Orthogonal Causal Calibration
Justin Whitehouse, Christopher Jung, Vasilis Syrgkanis, Bryan Wilder, Zhiwei Steven Wu
TL;DR
The paper tackles calibrating heterogeneous causal effect estimates by reframing calibration as a post-processing step for standard predictive models, even when nuisance parameters are involved. It introduces two orthogonality-based frameworks: universally orthogonal losses with a simple sample-split procedure and conditionally orthogonal losses with a generalized calibration approach, each supported by finite-sample error bounds that separate nuisance estimation from calibration error. By enabling the use of off-the-shelf calibration algorithms (e.g., isotonic regression, histogram binning, Platt scaling) on generalized pseudo-outcomes, the method applies broadly to targets such as $\mathrm{CATE}$, $\mathrm{CACD}$, $\mathrm{LATE}$, and $\mathrm{CQUT}$, including conditional quantiles under treatment. Empirical results on observational 401(k) data and synthetic CQUT tasks show substantial reductions in $L^2$ calibration error and robust “do no harm” behavior, illustrating practical improvements for policy and treatment decisions. Overall, the work provides a general, plug-in calibration framework that unifies causal calibration with classical predictive calibration, enabling reliable downstream decision-making across diverse causal parameters.
Abstract
Estimates of heterogeneous treatment effects such as conditional average treatment effects (CATEs) and conditional quantile treatment effects (CQTEs) play an important role in real-world decision making.

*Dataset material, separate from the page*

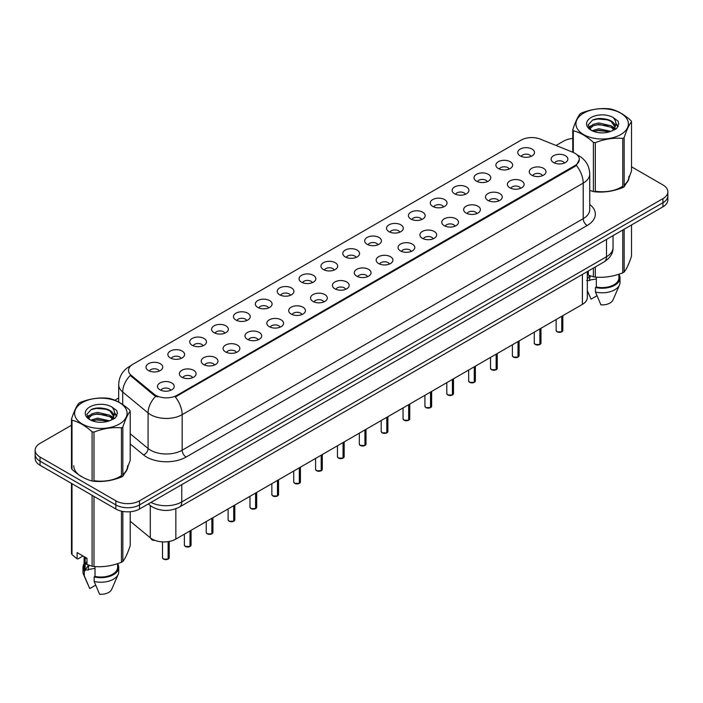 <?xml version="1.0" encoding="UTF-8"?>
<svg xmlns="http://www.w3.org/2000/svg" width="703" height="703" viewBox="0 0 703 703"><rect width="100%" height="100%" fill="white"/><g stroke="black" fill="none" stroke-linecap="round" stroke-linejoin="round"><path stroke-width="1.05" d="M498.339 168.535A8.374 4.833 180 0 1 496.678 167.173A8.374 4.833 180 0 1 499.455 161.163A8.374 4.833 180 0 1 510.185 161.699A8.374 4.833 180 0 1 511.846 167.173A8.374 4.833 180 0 1 498.339 168.535M509.165 169.036A5.026 2.9 0 0 0 507.812 167.63A5.026 2.9 0 0 0 502.865 166.892A5.026 2.9 0 0 0 499.358 169.036M476.476 181.163A8.374 4.833 180 0 1 474.815 179.792A8.374 4.833 180 0 1 477.583 173.79A8.374 4.833 180 0 1 488.313 174.326A8.374 4.833 180 0 1 489.973 179.792A8.374 4.833 180 0 1 476.476 181.163M487.293 181.664A5.026 2.9 0 0 0 485.949 180.249A5.026 2.9 0 0 0 480.993 179.52A5.026 2.9 0 0 0 477.495 181.664M454.604 193.791A8.374 4.833 180 0 1 452.943 192.42A8.374 4.833 180 0 1 455.72 186.409A8.374 4.833 180 0 1 466.449 186.954A8.374 4.833 180 0 1 468.11 192.42A8.374 4.833 180 0 1 454.604 193.791M465.43 194.292A5.026 2.9 0 0 0 464.077 192.877A5.026 2.9 0 0 0 459.129 192.139A5.026 2.9 0 0 0 455.623 194.292M432.74 206.418A8.374 4.833 180 0 1 431.071 205.048A8.374 4.833 180 0 1 433.848 199.037A8.374 4.833 180 0 1 444.577 199.573A8.374 4.833 180 0 1 446.238 205.048A8.374 4.833 180 0 1 432.74 206.418M443.558 206.919A5.026 2.9 0 0 0 442.213 205.504A5.026 2.9 0 0 0 437.257 204.766A5.026 2.9 0 0 0 433.76 206.919M410.868 219.037A8.374 4.833 180 0 1 409.208 217.675A8.374 4.833 180 0 1 411.976 211.665A8.374 4.833 180 0 1 422.714 212.201A8.374 4.833 180 0 1 424.375 217.675A8.374 4.833 180 0 1 410.868 219.037M421.686 219.538A5.026 2.9 0 0 0 420.341 218.132A5.026 2.9 0 0 0 415.394 217.394A5.026 2.9 0 0 0 411.888 219.538M388.996 231.665A8.374 4.833 180 0 1 387.335 230.294A8.374 4.833 180 0 1 390.112 224.292A8.374 4.833 180 0 1 400.842 224.828A8.374 4.833 180 0 1 402.503 230.294A8.374 4.833 180 0 1 388.996 231.665M399.822 232.166A5.026 2.9 0 0 0 398.469 230.751A5.026 2.9 0 0 0 393.522 230.022A5.026 2.9 0 0 0 390.016 232.166M367.133 244.293A8.374 4.833 180 0 1 365.472 242.922A8.374 4.833 180 0 1 368.24 236.911A8.374 4.833 180 0 1 378.97 237.456A8.374 4.833 180 0 1 380.639 242.922A8.374 4.833 180 0 1 367.133 244.293M377.95 244.793A5.026 2.9 0 0 0 376.606 243.379A5.026 2.9 0 0 0 371.659 242.64A5.026 2.9 0 0 0 368.152 244.793M345.261 256.92A8.374 4.833 180 0 1 343.6 255.549A8.374 4.833 180 0 1 346.377 249.539A8.374 4.833 180 0 1 357.106 250.083A8.374 4.833 180 0 1 358.767 255.549A8.374 4.833 180 0 1 345.261 256.92M356.087 257.421A5.026 2.9 0 0 0 354.734 256.006A5.026 2.9 0 0 0 349.786 255.268A5.026 2.9 0 0 0 346.28 257.421M323.398 269.539A8.374 4.833 180 0 1 321.737 268.177A8.374 4.833 180 0 1 324.505 262.166A8.374 4.833 180 0 1 335.234 262.702A8.374 4.833 180 0 1 336.895 268.177A8.374 4.833 180 0 1 323.398 269.539M334.215 270.04A5.026 2.9 0 0 0 332.871 268.634A5.026 2.9 0 0 0 327.923 267.896A5.026 2.9 0 0 0 324.417 270.04M301.525 282.167A8.374 4.833 180 0 1 299.865 280.796A8.374 4.833 180 0 1 302.642 274.794A8.374 4.833 180 0 1 313.371 275.33A8.374 4.833 180 0 1 315.032 280.796A8.374 4.833 180 0 1 301.525 282.167M312.352 282.668A5.026 2.9 0 0 0 310.998 281.253A5.026 2.9 0 0 0 306.051 280.523A5.026 2.9 0 0 0 302.545 282.668M279.662 294.794A8.374 4.833 180 0 1 277.993 293.423A8.374 4.833 180 0 1 280.769 287.413A8.374 4.833 180 0 1 291.499 287.958A8.374 4.833 180 0 1 293.16 293.423A8.374 4.833 180 0 1 279.662 294.794M290.48 295.295A5.026 2.9 0 0 0 289.135 293.88A5.026 2.9 0 0 0 284.179 293.142A5.026 2.9 0 0 0 280.682 295.295M257.79 307.422A8.374 4.833 180 0 1 256.129 306.051A8.374 4.833 180 0 1 258.906 300.04A8.374 4.833 180 0 1 269.636 300.585A8.374 4.833 180 0 1 271.296 306.051A8.374 4.833 180 0 1 257.79 307.422M268.616 307.923A5.026 2.9 0 0 0 267.263 306.508A5.026 2.9 0 0 0 262.316 305.77A5.026 2.9 0 0 0 258.809 307.923M235.918 320.041A8.374 4.833 180 0 1 234.257 318.679A8.374 4.833 180 0 1 237.034 312.668A8.374 4.833 180 0 1 247.764 313.204A8.374 4.833 180 0 1 249.424 318.679A8.374 4.833 180 0 1 235.918 320.041M246.744 320.542A5.026 2.9 0 0 0 245.4 319.136A5.026 2.9 0 0 0 240.444 318.397A5.026 2.9 0 0 0 236.946 320.542M214.055 332.668A8.374 4.833 180 0 1 212.394 331.298A8.374 4.833 180 0 1 215.162 325.296A8.374 4.833 180 0 1 225.891 325.832A8.374 4.833 180 0 1 227.561 331.298A8.374 4.833 180 0 1 214.055 332.668M224.872 333.169A5.026 2.9 0 0 0 223.528 331.754A5.026 2.9 0 0 0 218.58 331.025A5.026 2.9 0 0 0 215.074 333.169M192.183 345.296A8.374 4.833 180 0 1 190.522 343.925A8.374 4.833 180 0 1 193.299 337.915A8.374 4.833 180 0 1 204.028 338.459A8.374 4.833 180 0 1 205.689 343.925A8.374 4.833 180 0 1 192.183 345.296M203.009 345.797A5.026 2.9 0 0 0 201.656 344.382A5.026 2.9 0 0 0 196.708 343.644A5.026 2.9 0 0 0 193.202 345.797M170.319 357.924A8.374 4.833 180 0 1 168.658 356.553A8.374 4.833 180 0 1 171.427 350.542A8.374 4.833 180 0 1 182.156 351.087A8.374 4.833 180 0 1 183.817 356.553A8.374 4.833 180 0 1 170.319 357.924M181.137 358.425A5.026 2.9 0 0 0 179.792 357.01A5.026 2.9 0 0 0 174.845 356.272A5.026 2.9 0 0 0 171.339 358.425M148.447 370.543A8.374 4.833 180 0 1 146.786 369.18A8.374 4.833 180 0 1 149.563 363.17A8.374 4.833 180 0 1 160.293 363.706A8.374 4.833 180 0 1 161.954 369.18A8.374 4.833 180 0 1 148.447 370.543M159.273 371.043A5.026 2.9 0 0 0 157.92 369.637A5.026 2.9 0 0 0 152.973 368.899A5.026 2.9 0 0 0 149.467 371.043M520.211 155.908A8.374 4.833 180 0 1 518.55 154.546A8.374 4.833 180 0 1 521.318 148.535A8.374 4.833 180 0 1 532.048 149.071A8.374 4.833 180 0 1 533.709 154.546A8.374 4.833 180 0 1 520.211 155.908M531.029 156.418A5.026 2.9 0 0 0 529.684 155.003A5.026 2.9 0 0 0 524.737 154.265A5.026 2.9 0 0 0 521.231 156.418M531.696 175.17A8.374 4.833 180 0 1 530.036 173.799A8.374 4.833 180 0 1 532.804 167.797A8.374 4.833 180 0 1 543.542 168.333A8.374 4.833 180 0 1 545.203 173.799A8.374 4.833 180 0 1 531.696 175.17M542.514 175.671A5.026 2.9 0 0 0 541.169 174.256A5.026 2.9 0 0 0 536.222 173.527A5.026 2.9 0 0 0 532.716 175.671M509.824 187.798A8.374 4.833 180 0 1 508.164 186.427A8.374 4.833 180 0 1 510.94 180.416A8.374 4.833 180 0 1 521.67 180.961A8.374 4.833 180 0 1 523.331 186.427A8.374 4.833 180 0 1 509.824 187.798M520.651 188.299A5.026 2.9 0 0 0 519.297 186.884A5.026 2.9 0 0 0 514.35 186.146A5.026 2.9 0 0 0 510.844 188.299M487.961 200.417A8.374 4.833 180 0 1 486.3 199.054A8.374 4.833 180 0 1 489.068 193.044A8.374 4.833 180 0 1 499.798 193.58A8.374 4.833 180 0 1 501.459 199.054A8.374 4.833 180 0 1 487.961 200.417M498.779 200.926A5.026 2.9 0 0 0 497.434 199.511A5.026 2.9 0 0 0 492.487 198.773A5.026 2.9 0 0 0 488.98 200.926M466.089 213.044A8.374 4.833 180 0 1 464.428 211.682A8.374 4.833 180 0 1 467.205 205.671A8.374 4.833 180 0 1 477.935 206.207A8.374 4.833 180 0 1 479.595 211.682A8.374 4.833 180 0 1 466.089 213.044M476.915 213.545A5.026 2.9 0 0 0 475.562 212.13A5.026 2.9 0 0 0 470.615 211.401A5.026 2.9 0 0 0 467.108 213.545M444.226 225.672A8.374 4.833 180 0 1 442.565 224.301A8.374 4.833 180 0 1 445.333 218.299A8.374 4.833 180 0 1 456.062 218.835A8.374 4.833 180 0 1 457.723 224.301A8.374 4.833 180 0 1 444.226 225.672M455.043 226.173A5.026 2.9 0 0 0 453.699 224.758A5.026 2.9 0 0 0 448.751 224.029A5.026 2.9 0 0 0 445.245 226.173M422.354 238.299A8.374 4.833 180 0 1 420.693 236.929A8.374 4.833 180 0 1 423.47 230.918A8.374 4.833 180 0 1 434.199 231.463A8.374 4.833 180 0 1 435.86 236.929A8.374 4.833 180 0 1 422.354 238.299M433.18 238.8A5.026 2.9 0 0 0 431.827 237.386A5.026 2.9 0 0 0 426.879 236.647A5.026 2.9 0 0 0 423.373 238.8M400.49 250.918A8.374 4.833 180 0 1 398.821 249.556A8.374 4.833 180 0 1 401.598 243.546A8.374 4.833 180 0 1 412.327 244.082A8.374 4.833 180 0 1 413.988 249.556A8.374 4.833 180 0 1 400.49 250.918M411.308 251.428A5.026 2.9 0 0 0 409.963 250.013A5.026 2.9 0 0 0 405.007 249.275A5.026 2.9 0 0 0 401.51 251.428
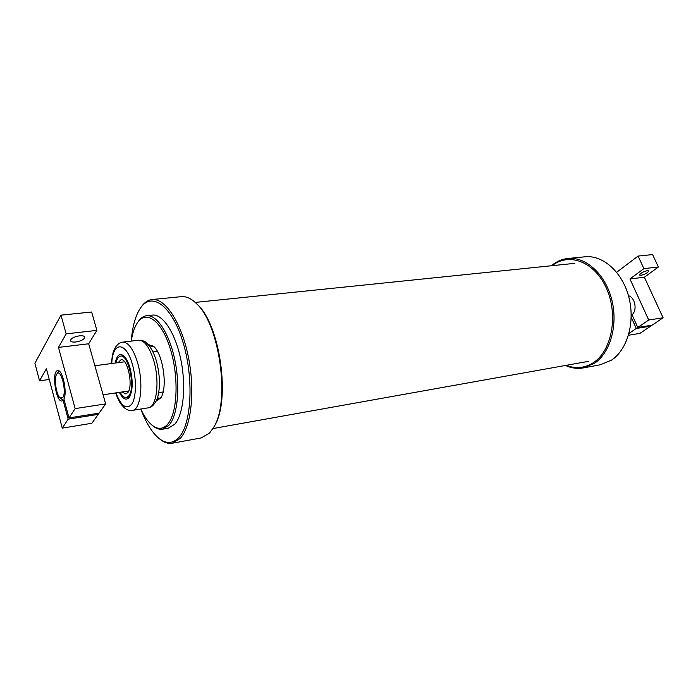 <?xml version="1.0" encoding="UTF-8"?>
<svg xmlns="http://www.w3.org/2000/svg" width="698" height="698" viewBox="0 0 698 698"><rect width="100%" height="100%" fill="white"/><g stroke="black" fill="none" stroke-linecap="round" stroke-linejoin="round"><path stroke-width="1.05" d="M59.042 370.987L56.843 373.997C60.752 367.663 66.999 391.665 62.89 397.406L60.211 397.965C56.172 395.286 53.694 377.688 56.843 373.997M60.211 397.965L63.248 400.294M120.117 392.259C122.176 396.002 124.261 397.764 126.382 397.546L128.825 395.871C135.665 388.088 128.484 353.869 120.545 356.128C118.451 356.504 116.932 358.772 115.99 362.943M122.211 391.944L125.823 393.942L127.856 392.538C133.484 386.064 127.559 357.891 121.007 359.749L118.093 362.663M130.046 396.054L127.42 397.389M121.592 355.989L124.488 356.556M119.332 392.372C122.996 399.396 126.39 400.922 129.523 396.97C132.952 390.06 133.082 380.244 129.907 367.532C128.214 361.913 126.155 358.004 123.729 355.823C119.628 352.883 116.793 355.291 115.205 363.047M131.311 340.554C132.454 326.341 135.499 315.531 140.429 308.115C151.562 291.258 171.725 305.305 182.789 341.566C194.035 377.618 191.723 423.956 178.845 437.498C172.772 443.841 166.072 444.076 158.743 438.204C151.955 432.446 146.048 422.892 141.022 409.543M158.743 438.204L159.807 439.077C164.047 442.532 168.209 443.919 172.293 443.23L180.267 438.388C191.427 426.417 195.283 390.156 188.207 356.137C181.227 322.066 165.077 297.933 152.068 299.547C147.959 300.018 144.338 302.496 141.214 306.989L140.429 308.115M152.068 299.547L181.34 296.659C186.157 296.205 191.104 298.439 196.199 303.36C219.521 323.61 230.488 401.481 213.658 427.377L209.531 433.083L201.225 437.925L172.293 443.23M213.658 427.377L214.321 426.208C230.872 400.704 220.114 324.247 197.159 304.311L196.199 303.36M567.928 258.478L584.976 256.794C602.88 254.822 622.38 272.028 628.828 297.104C635.398 322.127 627.389 349.838 611.378 360.229L600.184 364.81L583.327 367.898L594.46 363.3C610.384 352.822 618.297 324.771 611.684 299.398C605.21 273.982 585.735 256.506 567.928 258.478C561.855 259.124 556.35 261.549 551.42 265.746M565.459 365.464C571.357 368.143 577.316 368.954 583.327 367.898M552.231 265.668C569.018 252.004 594.905 261.794 606.579 288.614C618.515 315.252 611.832 350.719 593.483 362.602C584.828 368.16 575.754 369.067 566.253 365.324M131.224 341.113C132.454 333.19 134.54 327.039 137.489 322.651C146.205 309.415 161.823 320.792 170.364 349.052C179.054 377.138 177.51 413.268 167.651 424.253C162.939 429.436 157.696 429.698 151.902 425.047C147.863 421.644 144.154 416.313 140.787 409.037M151.902 425.047L152.975 425.928C156.256 428.616 159.458 429.706 162.582 429.2L169.073 425.143C177.685 415.389 180.45 386.753 174.866 360.107C169.352 333.408 156.788 314.388 146.606 315.714C143.465 316.089 140.682 318.026 138.283 321.508L137.489 322.651M156.055 401.202L160.776 397.886C167.93 388.018 163.114 353.816 153.516 346.313L148.063 344.428M146.606 315.714L152.356 315.095C162.617 313.76 175.25 332.702 180.765 359.304C186.349 385.863 183.513 414.411 174.832 424.157L168.279 428.206L162.582 429.2M161.142 397.249L156.666 399.875M149.014 345.527L154.049 346.819M152.208 345.711L150.489 347.543M157.53 397.537L159.685 398.82M647.351 270.641L648.712 270.92C647.892 272.761 645.31 274.227 640.956 275.335L639.577 275.047C640.398 273.215 642.989 271.74 647.351 270.641M628.444 295.699C635.119 297.435 637.544 310.305 632.03 314.781L637.763 327.458L652.106 325.172L663.1 317.782L648.712 320.007L629.954 278.956L643.905 268.643L638.085 256.07L616.674 272.29M650.3 325.46L650.623 326.175L636.288 328.461L631.21 317.224M631.219 315.705L632.371 315.531M637.763 327.458L648.712 320.007M629.003 333.417L636.288 328.461M628.488 335.249L639.926 333.374L650.623 326.175M629.954 278.956L644.376 277.228L663.1 317.782M643.905 268.643L658.38 267.011L644.376 277.228M638.085 256.07L652.578 254.587L658.38 267.011M79.459 335.825C82.521 335.537 84.301 335.956 84.781 337.073C84.432 339.324 81.448 340.956 75.829 341.985C72.74 342.282 70.952 341.872 70.454 340.737C70.812 338.486 73.814 336.846 79.459 335.825M63.099 400.32L61.965 400.975C55.823 402.554 51.347 370.795 57.69 370.621C62.454 369.146 67.514 392.154 63.911 399.038L69.006 417.919L99.09 413.137L105.642 403.898L75.157 408.609L58.475 347.403L66.153 333.862L60.988 315.147L34.9 363.248L39.542 380.803L46.391 368.719L62.262 428.127L68.177 419.166L63.099 400.32L64.207 400.155M97.912 413.321L98.209 414.376L68.177 419.166M69.006 417.919L75.157 408.609M39.542 380.803L49.261 379.476M62.262 428.127L91.892 423.267L98.209 414.376M58.475 347.403L88.681 343.782L105.642 403.898M66.153 333.862L96.891 330.39L88.681 343.782M60.988 315.147L91.639 312.015L96.891 330.39M111.767 363.501C112.587 341.514 125.841 340.86 132.323 364.129C136.572 378.438 136.389 396.778 132.035 403.793C126.757 410.162 121.382 406.533 115.903 392.887M115.589 392.93C120.004 404.325 120.876 403.81 123.956 407.484C126.844 409.927 129.627 410.895 132.306 410.398C140.822 409.996 143.867 382.862 137.349 361.93C133.109 348.703 128.223 342.107 122.7 342.142C119.969 342.413 117.561 344.114 115.475 347.255C113.556 351.487 112.491 351.696 111.453 363.545M153.49 359.775C160.06 380.506 156.832 407.423 148.116 407.859C151.361 407.51 154.188 404.91 156.588 400.05C158.184 396.778 159.144 391.412 159.476 383.961C159.449 375.934 158.359 368.055 156.186 360.308C154.415 354.689 152.234 350.021 149.625 346.313L146.318 342.779C145.027 341.235 142.453 340.38 138.597 340.214C144.25 340.162 149.215 346.679 153.49 359.775M124.619 361.8L94.876 365.735M128.72 390.976L103.077 394.798M157.39 351.382L152.984 351.949M122.534 355.875L120.545 356.128M163.105 391.944L158.708 392.616M128.353 397.249L126.382 397.546M132.306 410.398L148.116 407.859M122.7 342.142L138.597 340.214M212.96 428.555L588.562 361.328M195.213 302.426L574.768 263.347"/></g></svg>

Given this importance, one should ensure these estimates are calibrated. While there is a rich literature on calibrating estimators of non-causal parameters, very few methods have been derived for calibrating estimators of causal parameters, or more generally estimators of quantities involving nuisance parameters. In this work, we develop general algorithms for reducing the task of causal calibration to that of calibrating a standard (non-causal) predictive model. Throughout, we study a notion of calibration defined with respect to an arbitrary, nuisance-dependent loss $\ell$, under which we say an estimator $θ$ is calibrated if its predictions cannot be changed on any level set to decrease loss. For losses $\ell$ satisfying a condition called universal orthogonality, we present a simple algorithm that transforms partially-observed data into generalized pseudo-outcomes and applies any off-the-shelf calibration procedure. For losses $\ell$ satisfying a weaker assumption called conditional orthogonality, we provide a similar sample splitting algorithm the performs empirical risk minimization over an appropriately defined class of functions. Convergence of both algorithms follows from a generic, two term upper bound of the calibration error of any model. We demonstrate the practical applicability of our results in experiments on both observational and synthetic data. Our results are exceedingly general, showing that essentially any existing calibration algorithm can be used in causal settings, with additional loss only arising from errors in nuisance estimation.